Dalam perkembangannya, eksistensi lima suku utama turut memengaruhi siapa yang berkuasa karena jumlah mereka yang cukup signifikan sebagai lumbung suara. Catatan Biro Statistik Nasional Kenya menjelaskan bahwa kelompok etnis terbesar adalah Kikuyu (6.622.576). Berturut-turut setelahnya ada Luhya (5.338.666), Kalenjin (4.967.328), Luo (4.044.440), serta Kamba (3.893.157).

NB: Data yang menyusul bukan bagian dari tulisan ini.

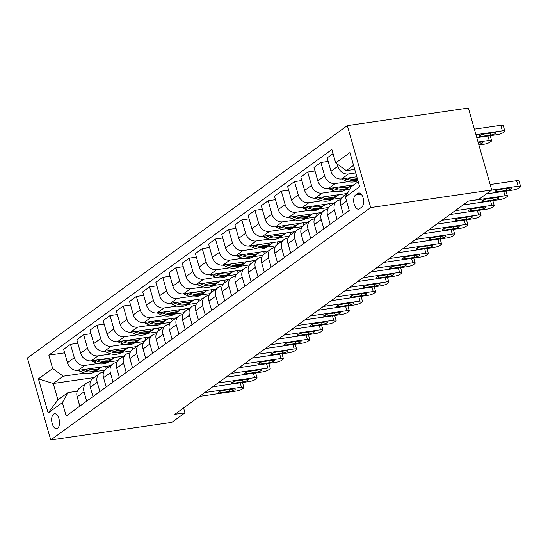 <?xml version="1.0" encoding="UTF-8"?>
<svg xmlns="http://www.w3.org/2000/svg" width="548" height="548" viewBox="0 0 548 548"><rect width="100%" height="100%" fill="white"/><g stroke="black" fill="none" stroke-linecap="round" stroke-linejoin="round"><path stroke-width="0.82" d="M57.602 428.296A7.556 3.815 -98.3 0 0 59.191 419.693A7.556 3.815 -98.3 0 0 54.499 413.726A7.556 3.815 -98.3 0 0 53.567 414.117A7.556 3.815 -98.3 0 0 51.978 422.72A7.556 3.815 -98.3 0 0 56.67 428.687A7.556 3.815 -98.3 0 0 57.602 428.296M347.329 125.608L27.4 357.995L50.745 439.962L370.681 207.569L347.329 125.608L468.376 108.038L491.72 190.005L370.681 207.569M491.72 190.005L478.541 199.575L468.458 201.041L174.881 414.288L184.964 412.822L183.58 407.965M357.851 193.362L355.536 195.047A7.323 3.699 -98.3 0 0 353.994 203.376A7.323 3.699 -98.3 0 0 358.543 209.158A7.323 3.699 -98.3 0 0 359.447 208.781L361.769 207.096A7.323 3.699 -98.3 0 0 363.303 198.76A7.323 3.699 -98.3 0 0 358.755 192.978A7.323 3.699 -98.3 0 0 357.851 193.362L359.735 193.088M353.563 165.338L346.295 170.62L335.698 162.934L331.883 149.529L48.847 355.118L64.65 352.823M335.698 162.934L349.932 152.597L359.646 186.71L345.418 197.047L350.96 187.012L358.234 181.737M94.064 377.558L53.238 383.484L57.91 399.876L67.925 392.601L62.383 402.636L66.198 416.035L349.234 210.446L345.418 197.047M62.383 402.636L48.149 412.973L38.429 378.86L52.663 368.523L48.847 355.118M184.964 412.822L171.791 422.392L50.745 439.962M67.925 392.601L77.282 391.245M86.687 401.157L84.029 391.834A9.446 7.878 -126 0 1 86.55 383.018A9.446 7.878 -126 0 1 89.577 381.805L90.461 381.675M99.859 391.587L97.208 382.264A9.446 7.878 -126 0 1 99.722 373.448A9.446 7.878 -126 0 1 102.75 372.229L103.634 372.106M113.039 382.011L110.381 372.695A9.446 7.878 -126 0 1 112.902 363.879A9.446 7.878 -126 0 1 115.929 362.66L116.813 362.529M126.218 372.441L123.56 363.119A9.446 7.878 -126 0 1 126.074 354.303A9.446 7.878 -126 0 1 129.109 353.09L129.992 352.96M139.391 362.872L136.74 353.549A9.446 7.878 -126 0 1 139.254 344.733A9.446 7.878 -126 0 1 142.281 343.521L143.165 343.391M152.57 353.302L149.912 343.98A9.446 7.878 -126 0 1 152.433 335.164A9.446 7.878 -126 0 1 155.461 333.944L156.344 333.821M165.743 343.726L163.092 334.41A9.446 7.878 -126 0 1 165.606 325.594A9.446 7.878 -126 0 1 168.633 324.375L169.517 324.245M178.922 334.157L176.264 324.834A9.446 7.878 -126 0 1 178.785 316.018A9.446 7.878 -126 0 1 181.813 314.805L182.696 314.675M192.101 324.587L189.444 315.264A9.446 7.878 -126 0 1 191.958 306.448A9.446 7.878 -126 0 1 194.992 305.236L195.876 305.106M205.274 315.018L202.623 305.695A9.446 7.878 -126 0 1 205.137 296.879A9.446 7.878 -126 0 1 208.165 295.66L209.048 295.536M218.453 305.442L215.796 296.126A9.446 7.878 -126 0 1 218.316 287.31A9.446 7.878 -126 0 1 221.344 286.09L222.228 285.96M231.633 295.872L228.975 286.549A9.446 7.878 -126 0 1 231.489 277.733A9.446 7.878 -126 0 1 234.517 276.521L235.407 276.391M244.805 286.303L242.154 276.98A9.446 7.878 -126 0 1 244.668 268.164A9.446 7.878 -126 0 1 247.696 266.951L248.58 266.821M257.985 276.733L255.327 267.41A9.446 7.878 -126 0 1 257.848 258.594A9.446 7.878 -126 0 1 260.875 257.375L261.759 257.252M271.157 267.157L268.506 257.841A9.446 7.878 -126 0 1 271.02 249.025A9.446 7.878 -126 0 1 274.048 247.806L274.932 247.675M284.337 257.587L281.679 248.265A9.446 7.878 -126 0 1 284.2 239.449A9.446 7.878 -126 0 1 287.227 238.236L288.111 238.106M297.516 248.018L294.858 238.695A9.446 7.878 -126 0 1 297.372 229.879A9.446 7.878 -126 0 1 300.407 228.66L301.29 228.537M310.689 238.449L308.038 229.126A9.446 7.878 -126 0 1 310.552 220.31A9.446 7.878 -126 0 1 313.579 219.09L314.463 218.96M323.868 228.872L321.21 219.549A9.446 7.878 -126 0 1 323.731 210.74A9.446 7.878 -126 0 1 326.759 209.521L327.642 209.391M337.047 219.303L334.39 209.98A9.446 7.878 -126 0 1 336.904 201.164A9.446 7.878 -126 0 1 339.931 199.952L340.822 199.821M354.72 169.401L346.295 170.62M355.721 172.928L348.439 173.983A9.446 7.878 -126 0 1 337.849 166.297L337.198 164.023M356.81 176.751L341.589 178.963A9.446 7.878 -126 0 1 330.999 171.271L327.177 157.872L333.047 153.611M348.275 181.669L335.266 183.559A9.446 7.878 -126 0 1 324.669 175.867L320.854 162.468L328.184 161.4M353.981 184.827L328.41 188.533A9.446 7.878 -126 0 1 317.819 180.847L314.004 167.441L320.854 162.468M349.809 189.108L345.72 189.697M335.095 191.238L322.087 193.129A9.446 7.878 -126 0 1 311.497 185.436L307.675 172.038L315.004 170.976M347.411 193.437L315.237 198.102A9.446 7.878 -126 0 1 304.64 190.416L300.825 177.011L307.675 172.038M341.856 197.917L332.54 199.267M321.923 200.815L308.908 202.698A9.446 7.878 -126 0 1 298.317 195.013L294.502 181.607L301.832 180.545M334.403 202.979L302.058 207.678A9.446 7.878 -126 0 1 291.468 199.986L287.645 186.587L294.502 181.607M328.677 207.487L319.368 208.843M308.743 210.384L295.735 212.268A9.446 7.878 -126 0 1 285.138 204.582L281.323 191.177L288.652 190.115M321.231 212.556L288.885 217.248A9.446 7.878 -126 0 1 278.288 209.555L274.473 196.157L281.323 191.177M315.497 217.063L306.188 218.412M295.571 219.954L282.556 221.844A9.446 7.878 -126 0 1 271.966 214.152L268.143 200.753L275.48 199.684M308.051 222.125L275.706 226.817A9.446 7.878 -126 0 1 265.109 219.131L261.293 205.726L268.143 200.753M302.325 226.632L293.009 227.982M282.391 229.523L269.383 231.414A9.446 7.878 -126 0 1 258.786 223.721L254.971 210.322L262.3 209.261M294.872 231.694L262.526 236.394A9.446 7.878 -126 0 1 251.936 228.701L248.121 215.296L254.971 210.322M289.145 236.202L279.836 237.558M269.212 239.099L256.204 240.983A9.446 7.878 -126 0 1 245.614 233.297L241.791 219.892L249.121 218.83M281.699 241.264L249.354 245.963A9.446 7.878 -126 0 1 238.757 238.27L234.941 224.872L241.791 219.892M275.973 245.771L266.657 247.127M256.039 248.669L243.024 250.552A9.446 7.878 -126 0 1 232.434 242.867L228.619 229.461L235.948 228.4M268.52 250.84L236.174 255.532A9.446 7.878 -126 0 1 225.584 247.84L221.762 234.441L228.619 229.461M262.793 255.347L253.484 256.697M242.86 258.238L229.852 260.129A9.446 7.878 -126 0 1 219.255 252.436L215.439 239.038L222.769 237.969M255.347 260.41L222.995 265.102A9.446 7.878 -126 0 1 212.405 257.416L208.589 244.011L215.439 239.038M249.614 264.917L240.305 266.266M229.681 267.808L216.672 269.698A9.446 7.878 -126 0 1 206.082 262.006L202.26 248.607L209.589 247.545M242.168 269.979L209.822 274.678A9.446 7.878 -126 0 1 199.225 266.986L195.41 253.587L202.26 248.607M236.441 274.486L227.125 275.843M216.508 277.384L203.5 279.268A9.446 7.878 -126 0 1 192.903 271.582L189.087 258.177L196.417 257.115M228.989 279.549L196.643 284.248A9.446 7.878 -126 0 1 186.053 276.555L182.231 263.156L189.087 258.177M223.262 284.063L213.953 285.412M203.329 286.953L190.32 288.844A9.446 7.878 -126 0 1 179.723 281.151L175.908 267.746L183.238 266.684M215.816 289.125L183.47 293.817A9.446 7.878 -126 0 1 172.873 286.131L169.058 272.726L175.908 267.746M210.083 293.632L200.774 294.982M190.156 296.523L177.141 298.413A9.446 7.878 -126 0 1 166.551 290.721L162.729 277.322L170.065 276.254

Agar mampu memenangkan pemilihan, setiap calon tak jarang mengajak suku-suku di atas untuk menjalin koalisi. Di Kenya, syarat menang pilpres adalah mengumpulkan lebih dari 50 persen suara—dan tak ada satu pun kelompok suku yang bisa memenuhi angka itu. Yang harus digarisbawahi, koalisi antar suku sifatnya lentur dan mudah bubar bila ada tawaran yang lebih baik dari suku yang lain.
Pada 2002, mengutip Al Jazeera, Mwai Kibaki, Raila Odinga, dan William Ruto berada dalam satu koalisi melawan Uhuru Kenyatta. Pemilihan akhirnya dimenangkan oleh Kibaki. Lima tahun berselang, giliran Odinga dan Ruto yang bersekutu untuk menantang Kibaki dan Kenyatta dalam pemilihan yang lagi-lagi dimenangkan oleh Kibaki. Dalam pemilu 2012, Kenyatta membentuk koalisi bersama Ruto (didukung Kikuyu serta Kalenjin) dan sukses mengalahkan Odinga.
Pada pilpres 2017, Odinga membentu koalisi Oposisi Aliansi Nasional (NASA) yang beranggotakan Moses Wetangula (Luhya) dan Kalonzo Musyoka (Kamba) untuk membendung dominasi Kenyatta beserta gerbong politiknya, Jubilee.
Ajang pemilihan berlangsung dengan begitu panas. Konflik etnis kembali meledak. Lebih dari seribu orang tewas dan ribuan lainnya harus mengungsi akibat suku-suku terbesar di Kenya, dari Kikuyu, Luo, dan Kalenjin, saling baku hantam. Pemicunya ialah dugaan kecurangan dan manipulasi yang dilakukan Kibaki. Pada 2013, kekerasan etnis dalam ajang pemilihan kembali muncul dengan korban tewas sebanyak 477 orang serta membikin 118 ribu lainnya pindah rumah.
Upaya untuk memutus konflik etnis bukannya tak pernah ada. Sejak aksi kekerasan berskala besar meletus pada 2007, pemerintah Kenya rutin membentuk komisi independen guna mengatasi masalah tersebut. Namun, hasilnya nihil: konflik terus saja merebak dan seolah mustahil reda.